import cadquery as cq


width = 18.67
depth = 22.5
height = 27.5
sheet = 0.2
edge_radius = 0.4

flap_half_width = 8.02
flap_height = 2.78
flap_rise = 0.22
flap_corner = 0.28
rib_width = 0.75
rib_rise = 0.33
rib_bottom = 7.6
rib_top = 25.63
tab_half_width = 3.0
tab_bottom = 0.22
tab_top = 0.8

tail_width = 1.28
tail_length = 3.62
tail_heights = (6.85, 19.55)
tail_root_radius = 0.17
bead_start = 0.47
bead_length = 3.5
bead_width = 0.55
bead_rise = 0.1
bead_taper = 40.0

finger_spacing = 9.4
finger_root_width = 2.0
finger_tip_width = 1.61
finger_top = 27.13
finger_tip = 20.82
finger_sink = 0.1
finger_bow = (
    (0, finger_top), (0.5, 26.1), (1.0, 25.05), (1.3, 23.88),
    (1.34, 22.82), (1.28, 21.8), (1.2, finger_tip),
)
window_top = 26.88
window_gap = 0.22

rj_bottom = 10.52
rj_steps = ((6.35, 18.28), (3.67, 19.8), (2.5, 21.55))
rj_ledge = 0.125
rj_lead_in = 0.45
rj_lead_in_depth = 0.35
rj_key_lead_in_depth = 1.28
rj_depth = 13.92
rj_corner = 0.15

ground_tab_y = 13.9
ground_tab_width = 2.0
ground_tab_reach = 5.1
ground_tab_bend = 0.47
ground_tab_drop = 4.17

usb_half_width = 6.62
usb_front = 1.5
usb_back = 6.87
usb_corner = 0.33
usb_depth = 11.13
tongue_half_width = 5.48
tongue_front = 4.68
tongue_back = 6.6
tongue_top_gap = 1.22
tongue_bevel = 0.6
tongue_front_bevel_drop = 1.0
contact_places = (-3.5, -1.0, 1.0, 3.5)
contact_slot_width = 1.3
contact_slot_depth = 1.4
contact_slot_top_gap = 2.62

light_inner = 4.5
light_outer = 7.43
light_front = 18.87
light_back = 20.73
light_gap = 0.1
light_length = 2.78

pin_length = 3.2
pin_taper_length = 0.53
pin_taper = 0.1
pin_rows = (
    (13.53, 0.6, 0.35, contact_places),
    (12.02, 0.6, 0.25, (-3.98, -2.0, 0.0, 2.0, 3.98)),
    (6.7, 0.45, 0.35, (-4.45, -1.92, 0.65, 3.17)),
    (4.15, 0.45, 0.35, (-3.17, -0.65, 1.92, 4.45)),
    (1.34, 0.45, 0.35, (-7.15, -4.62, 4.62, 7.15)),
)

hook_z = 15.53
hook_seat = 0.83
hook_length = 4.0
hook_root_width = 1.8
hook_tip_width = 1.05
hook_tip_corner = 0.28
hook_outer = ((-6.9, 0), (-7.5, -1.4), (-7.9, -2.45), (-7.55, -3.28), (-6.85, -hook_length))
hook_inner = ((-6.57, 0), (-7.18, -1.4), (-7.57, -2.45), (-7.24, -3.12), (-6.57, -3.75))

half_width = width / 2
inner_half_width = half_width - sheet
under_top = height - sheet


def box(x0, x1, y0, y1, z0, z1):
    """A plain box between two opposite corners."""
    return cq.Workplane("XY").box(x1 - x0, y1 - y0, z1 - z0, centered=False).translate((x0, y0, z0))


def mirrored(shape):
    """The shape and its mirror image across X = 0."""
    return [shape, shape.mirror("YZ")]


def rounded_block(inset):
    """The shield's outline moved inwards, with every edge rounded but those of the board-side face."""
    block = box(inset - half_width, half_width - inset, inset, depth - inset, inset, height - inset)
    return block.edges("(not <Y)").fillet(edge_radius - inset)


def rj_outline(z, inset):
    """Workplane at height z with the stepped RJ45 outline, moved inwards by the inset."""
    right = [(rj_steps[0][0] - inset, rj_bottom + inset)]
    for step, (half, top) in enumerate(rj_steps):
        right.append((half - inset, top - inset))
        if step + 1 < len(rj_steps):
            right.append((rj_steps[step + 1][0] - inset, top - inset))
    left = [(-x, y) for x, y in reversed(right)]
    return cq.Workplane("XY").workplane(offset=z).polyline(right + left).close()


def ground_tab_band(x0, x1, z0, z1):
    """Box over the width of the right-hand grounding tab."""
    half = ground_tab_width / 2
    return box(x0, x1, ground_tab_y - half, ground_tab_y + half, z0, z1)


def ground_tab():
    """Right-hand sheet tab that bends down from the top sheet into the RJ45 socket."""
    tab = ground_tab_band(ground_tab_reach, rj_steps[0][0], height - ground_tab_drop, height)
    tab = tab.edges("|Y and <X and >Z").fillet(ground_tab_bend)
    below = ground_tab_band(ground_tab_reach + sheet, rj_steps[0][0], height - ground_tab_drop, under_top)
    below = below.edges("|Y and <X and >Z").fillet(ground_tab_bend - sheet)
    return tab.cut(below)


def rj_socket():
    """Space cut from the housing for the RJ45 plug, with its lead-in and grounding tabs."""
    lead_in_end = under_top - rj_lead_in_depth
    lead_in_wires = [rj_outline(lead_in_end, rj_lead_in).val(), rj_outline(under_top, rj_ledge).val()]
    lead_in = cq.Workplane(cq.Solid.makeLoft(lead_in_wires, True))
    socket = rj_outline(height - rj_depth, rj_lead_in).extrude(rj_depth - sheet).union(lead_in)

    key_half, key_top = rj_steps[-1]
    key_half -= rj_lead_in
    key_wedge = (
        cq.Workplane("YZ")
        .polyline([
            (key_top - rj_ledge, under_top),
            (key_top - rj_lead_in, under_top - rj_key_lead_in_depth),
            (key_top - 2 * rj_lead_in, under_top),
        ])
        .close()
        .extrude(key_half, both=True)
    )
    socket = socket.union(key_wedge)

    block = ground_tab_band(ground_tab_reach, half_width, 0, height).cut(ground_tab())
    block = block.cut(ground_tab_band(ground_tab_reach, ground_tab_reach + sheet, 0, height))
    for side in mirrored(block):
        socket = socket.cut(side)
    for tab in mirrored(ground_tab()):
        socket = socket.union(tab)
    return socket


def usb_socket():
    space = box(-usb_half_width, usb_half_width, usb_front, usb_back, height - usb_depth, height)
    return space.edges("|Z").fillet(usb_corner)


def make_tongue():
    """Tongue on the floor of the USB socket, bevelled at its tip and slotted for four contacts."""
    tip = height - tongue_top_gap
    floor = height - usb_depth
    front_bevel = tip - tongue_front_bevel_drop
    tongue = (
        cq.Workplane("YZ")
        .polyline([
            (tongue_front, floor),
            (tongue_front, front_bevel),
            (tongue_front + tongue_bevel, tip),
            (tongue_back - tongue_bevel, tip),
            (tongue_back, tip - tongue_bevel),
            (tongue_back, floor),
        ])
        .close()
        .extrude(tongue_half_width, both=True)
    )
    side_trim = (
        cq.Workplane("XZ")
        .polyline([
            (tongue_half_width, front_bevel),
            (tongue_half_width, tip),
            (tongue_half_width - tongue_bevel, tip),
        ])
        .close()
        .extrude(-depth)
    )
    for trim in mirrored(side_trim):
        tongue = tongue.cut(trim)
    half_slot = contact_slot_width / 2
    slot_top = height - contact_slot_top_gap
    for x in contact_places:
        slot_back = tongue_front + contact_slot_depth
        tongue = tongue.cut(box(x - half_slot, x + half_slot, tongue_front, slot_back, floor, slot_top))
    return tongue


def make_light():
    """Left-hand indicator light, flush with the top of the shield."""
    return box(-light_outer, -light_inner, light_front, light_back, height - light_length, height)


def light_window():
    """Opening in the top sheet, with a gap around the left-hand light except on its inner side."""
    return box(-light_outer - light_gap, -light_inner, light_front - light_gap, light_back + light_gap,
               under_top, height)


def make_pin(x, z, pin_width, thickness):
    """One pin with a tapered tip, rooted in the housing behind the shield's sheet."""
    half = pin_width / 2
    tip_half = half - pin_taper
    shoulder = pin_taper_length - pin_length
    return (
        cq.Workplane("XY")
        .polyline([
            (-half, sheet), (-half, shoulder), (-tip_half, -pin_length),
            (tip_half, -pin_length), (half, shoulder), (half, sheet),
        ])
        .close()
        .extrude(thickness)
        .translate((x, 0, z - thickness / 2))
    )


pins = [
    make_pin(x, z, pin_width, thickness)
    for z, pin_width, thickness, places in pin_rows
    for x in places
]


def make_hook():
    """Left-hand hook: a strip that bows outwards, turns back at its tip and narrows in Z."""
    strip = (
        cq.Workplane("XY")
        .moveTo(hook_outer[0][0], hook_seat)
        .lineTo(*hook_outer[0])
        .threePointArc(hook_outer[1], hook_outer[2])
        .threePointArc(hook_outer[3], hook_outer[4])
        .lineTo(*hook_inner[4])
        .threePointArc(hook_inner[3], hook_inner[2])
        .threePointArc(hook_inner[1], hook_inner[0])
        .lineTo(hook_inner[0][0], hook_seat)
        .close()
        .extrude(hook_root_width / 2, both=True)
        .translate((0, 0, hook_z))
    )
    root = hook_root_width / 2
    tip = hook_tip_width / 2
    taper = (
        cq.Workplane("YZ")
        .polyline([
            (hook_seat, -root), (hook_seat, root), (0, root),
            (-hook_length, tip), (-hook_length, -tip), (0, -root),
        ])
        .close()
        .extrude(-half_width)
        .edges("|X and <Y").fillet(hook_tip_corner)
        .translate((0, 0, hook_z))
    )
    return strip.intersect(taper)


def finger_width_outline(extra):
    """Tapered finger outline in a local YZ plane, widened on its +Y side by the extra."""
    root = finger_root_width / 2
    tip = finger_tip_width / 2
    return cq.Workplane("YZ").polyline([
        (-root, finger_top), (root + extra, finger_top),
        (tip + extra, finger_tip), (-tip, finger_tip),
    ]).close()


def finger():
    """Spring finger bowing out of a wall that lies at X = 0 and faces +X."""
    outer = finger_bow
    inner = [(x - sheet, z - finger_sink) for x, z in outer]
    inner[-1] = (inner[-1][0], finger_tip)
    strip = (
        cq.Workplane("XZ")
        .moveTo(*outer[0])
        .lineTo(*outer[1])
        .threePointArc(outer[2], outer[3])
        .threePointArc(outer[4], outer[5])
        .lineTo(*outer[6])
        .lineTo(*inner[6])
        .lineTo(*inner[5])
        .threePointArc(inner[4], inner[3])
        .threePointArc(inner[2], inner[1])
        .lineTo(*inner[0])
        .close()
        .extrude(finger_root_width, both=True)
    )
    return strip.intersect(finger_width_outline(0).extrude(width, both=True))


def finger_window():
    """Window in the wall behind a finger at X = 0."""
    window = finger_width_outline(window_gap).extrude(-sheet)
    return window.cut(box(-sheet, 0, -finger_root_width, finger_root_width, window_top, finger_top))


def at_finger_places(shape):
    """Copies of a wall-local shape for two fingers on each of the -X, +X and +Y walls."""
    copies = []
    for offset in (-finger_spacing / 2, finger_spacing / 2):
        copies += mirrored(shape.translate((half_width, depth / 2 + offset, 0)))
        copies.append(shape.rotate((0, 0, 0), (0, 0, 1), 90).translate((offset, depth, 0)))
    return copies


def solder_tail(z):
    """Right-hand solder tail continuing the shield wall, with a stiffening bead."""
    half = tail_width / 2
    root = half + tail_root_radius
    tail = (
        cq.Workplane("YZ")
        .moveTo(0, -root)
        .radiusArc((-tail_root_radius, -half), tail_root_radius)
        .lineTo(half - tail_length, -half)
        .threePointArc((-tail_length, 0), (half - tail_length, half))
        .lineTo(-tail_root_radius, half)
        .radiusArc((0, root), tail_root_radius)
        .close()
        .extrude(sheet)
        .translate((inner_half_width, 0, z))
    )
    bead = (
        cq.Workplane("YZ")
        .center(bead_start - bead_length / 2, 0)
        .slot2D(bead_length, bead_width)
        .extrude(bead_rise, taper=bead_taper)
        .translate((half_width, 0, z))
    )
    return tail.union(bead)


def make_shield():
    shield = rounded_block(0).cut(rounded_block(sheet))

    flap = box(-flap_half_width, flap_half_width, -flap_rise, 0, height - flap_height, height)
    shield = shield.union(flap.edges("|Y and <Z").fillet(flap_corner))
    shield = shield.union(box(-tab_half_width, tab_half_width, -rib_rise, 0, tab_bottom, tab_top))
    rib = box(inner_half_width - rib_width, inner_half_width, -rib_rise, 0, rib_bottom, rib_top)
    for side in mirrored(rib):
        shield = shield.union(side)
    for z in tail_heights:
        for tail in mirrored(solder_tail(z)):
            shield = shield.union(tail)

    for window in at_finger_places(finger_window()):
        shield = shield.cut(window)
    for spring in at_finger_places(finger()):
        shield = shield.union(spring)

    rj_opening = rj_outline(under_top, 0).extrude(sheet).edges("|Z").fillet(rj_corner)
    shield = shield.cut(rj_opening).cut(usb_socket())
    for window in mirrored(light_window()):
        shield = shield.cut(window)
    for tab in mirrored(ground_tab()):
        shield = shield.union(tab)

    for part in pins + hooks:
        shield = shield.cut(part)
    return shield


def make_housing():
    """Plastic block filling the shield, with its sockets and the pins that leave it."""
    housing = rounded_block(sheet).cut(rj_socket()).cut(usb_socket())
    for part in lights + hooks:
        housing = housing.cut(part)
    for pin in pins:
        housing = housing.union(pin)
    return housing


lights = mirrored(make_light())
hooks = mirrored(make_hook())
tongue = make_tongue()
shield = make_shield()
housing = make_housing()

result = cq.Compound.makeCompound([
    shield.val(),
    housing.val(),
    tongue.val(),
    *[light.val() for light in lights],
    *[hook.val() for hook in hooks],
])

--

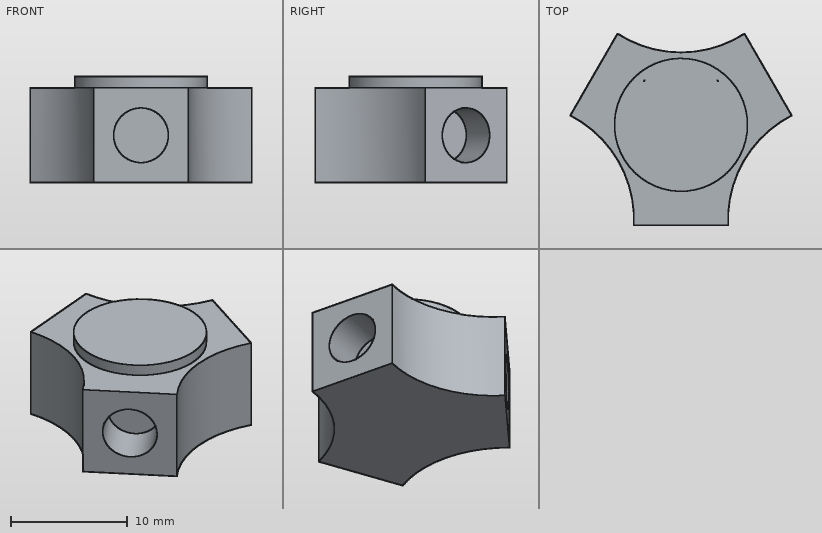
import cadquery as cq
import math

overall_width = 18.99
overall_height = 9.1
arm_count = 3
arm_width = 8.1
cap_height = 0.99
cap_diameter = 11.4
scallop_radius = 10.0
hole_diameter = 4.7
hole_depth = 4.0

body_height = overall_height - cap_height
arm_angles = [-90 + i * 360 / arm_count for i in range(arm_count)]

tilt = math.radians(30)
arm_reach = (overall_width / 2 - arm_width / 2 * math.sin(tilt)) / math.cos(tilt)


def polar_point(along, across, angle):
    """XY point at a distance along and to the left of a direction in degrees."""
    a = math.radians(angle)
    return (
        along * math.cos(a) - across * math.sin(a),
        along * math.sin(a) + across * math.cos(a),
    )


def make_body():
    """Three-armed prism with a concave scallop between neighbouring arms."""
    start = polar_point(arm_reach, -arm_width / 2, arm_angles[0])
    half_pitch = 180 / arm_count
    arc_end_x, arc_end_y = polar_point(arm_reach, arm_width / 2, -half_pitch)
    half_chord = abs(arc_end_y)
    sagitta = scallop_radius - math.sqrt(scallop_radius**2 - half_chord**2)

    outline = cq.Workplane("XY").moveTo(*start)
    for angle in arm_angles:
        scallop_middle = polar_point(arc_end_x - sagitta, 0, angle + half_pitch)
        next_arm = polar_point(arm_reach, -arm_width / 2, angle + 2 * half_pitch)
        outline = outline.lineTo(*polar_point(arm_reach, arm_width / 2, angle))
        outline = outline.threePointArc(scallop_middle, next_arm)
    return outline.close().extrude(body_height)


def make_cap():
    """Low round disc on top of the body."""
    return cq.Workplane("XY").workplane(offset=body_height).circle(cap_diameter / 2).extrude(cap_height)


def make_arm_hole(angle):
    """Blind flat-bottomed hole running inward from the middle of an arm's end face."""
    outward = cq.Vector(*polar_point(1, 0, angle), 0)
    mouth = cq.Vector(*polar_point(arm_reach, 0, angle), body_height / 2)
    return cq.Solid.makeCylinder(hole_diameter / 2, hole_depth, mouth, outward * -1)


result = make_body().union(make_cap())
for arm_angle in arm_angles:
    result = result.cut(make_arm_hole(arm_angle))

What you need to do: Find the word "hooks" in the entries, and copy every line it shows up in.

Answer section:
    for part in pins + hooks:
    for part in lights + hooks:
hooks = mirrored(make_hook())
    *[hook.val() for hook in hooks],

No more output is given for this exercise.